Goldman Sachs Says Japan Likely Already in Recession
Written on January 28, 2008
Japan has probably fallen into recession, ending the nation's longest period of growth in more than 60 years, according to Goldman Sachs Group Inc.
Factory production will fall from a fourth-quarter peak, while consumer spending and the construction industry are slowing, Tetsufumi Yamakawa, Goldman's chief Japan economist, wrote today in a report.
“The recession is a product not of an anticipated recession in the U.S. triggered by the subprime loan problem, but a slump in domestic demand,'' Yamakawa said.
Sluggish spending by households leaves the economy more dependent on overseas markets just as cooling U.S. demand threatens to spread to Asia, where Japan sells half its exports. Shipments overseas rose at the slowest pace since 2005 in the fourth quarter of last year, Bloomberg data show.
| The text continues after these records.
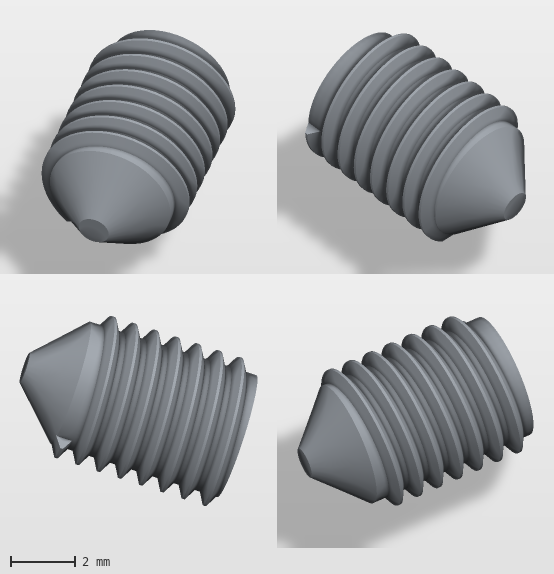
import cadquery as cq
import math

total_length = 7.0
core_radius = 2.0
thread_radius = 2.38
tip_radius = 0.5
pitch = 0.7
thread_travel = 5.0
start_angle = 180.0
seam_angle = 90.0
root_overlap = 0.035

flank_angle = math.radians(30)
crest_width = pitch / 8
thread_height = thread_radius - core_radius
base_width = crest_width + 2 * thread_height * math.tan(flank_angle)

cone_length = core_radius - tip_radius
body_length = total_length - cone_length


def make_core():
    """Plain cylinder with a truncated cone at the far end, along +Z."""
    return (
        cq.Workplane("XZ")
        .lineTo(core_radius, 0)
        .lineTo(core_radius, body_length)
        .lineTo(tip_radius, total_length)
        .lineTo(0, total_length)
        .close()
        .revolve(360, (0, 0, 0), (0, 1, 0))
        .rotate((0, 0, 0), (0, 0, 1), seam_angle)
    )


def make_thread():
    """Right-hand ridge whose base starts flush with the flat end."""
    root_radius = core_radius - root_overlap
    root_spread = root_overlap * math.tan(flank_angle)
    crest_start = (base_width - crest_width) / 2
    profile = (
        cq.Workplane("XZ")
        .moveTo(root_radius, -root_spread)
        .lineTo(thread_radius, crest_start)
        .lineTo(thread_radius, crest_start + crest_width)
        .lineTo(root_radius, base_width + root_spread)
        .close()
    )
    helix = cq.Workplane(obj=cq.Wire.makeHelix(pitch, thread_travel, core_radius))
    ridge = profile.sweep(helix, isFrenet=True)
    return ridge.rotate((0, 0, 0), (0, 0, 1), start_angle)


envelope = cq.Workplane("XY").circle(thread_radius + root_overlap).extrude(total_length)
screw = make_core().union(make_thread()).intersect(envelope)
result = screw.rotate((0, 0, 0), (1, 0, 0), 90)

The decline in industrial output ends six years of increases that fueled corporate investment and hiring, Yamakawa said. A slowdown in export growth, the engine that drove the economy's third-quarter expansion, is becoming “more pronounced,'' he added.
Shipments to China, when measured by volume, grew in the fourth quarter at half the pace of the previous period, according to Goldman. Exports to the U.S. fell in each of the last four months of 2007.
Housing Starts
Housing starts have plunged in the five months since June because of a permit logjam caused by new government regulations cash advance. The slowdown, the worst in 40 years, brought an apology from Prime Minister Yasuo Fukuda and prompted the central bank to cut its evaluation of the economy for the first time in three years.
The Bank of Japan may lower its key interest rate from 0.5 percent this year, according to overnight interest-rate swaps trading. Investors see a 58 percent chance of a cut by July, calculations by JPMorgan Chase & Co. show.
“It appears highly likely that the economic expansion that has continued for nearly 70 months since early 2002 has come to an end and the economy has entered a recession for now,'' Yamakawa said in the report.
Japan has had three recessions since the country's stock and property bubble burst in the early 1990s. The first lasted 32 months from March 1991 to October 1993, and the second dragged on for 20 months from June 1997 to January 1999.
The most recent recession was in the 14 months from December 2000, when the bursting of an information-technology bubble damped exports and capital investment.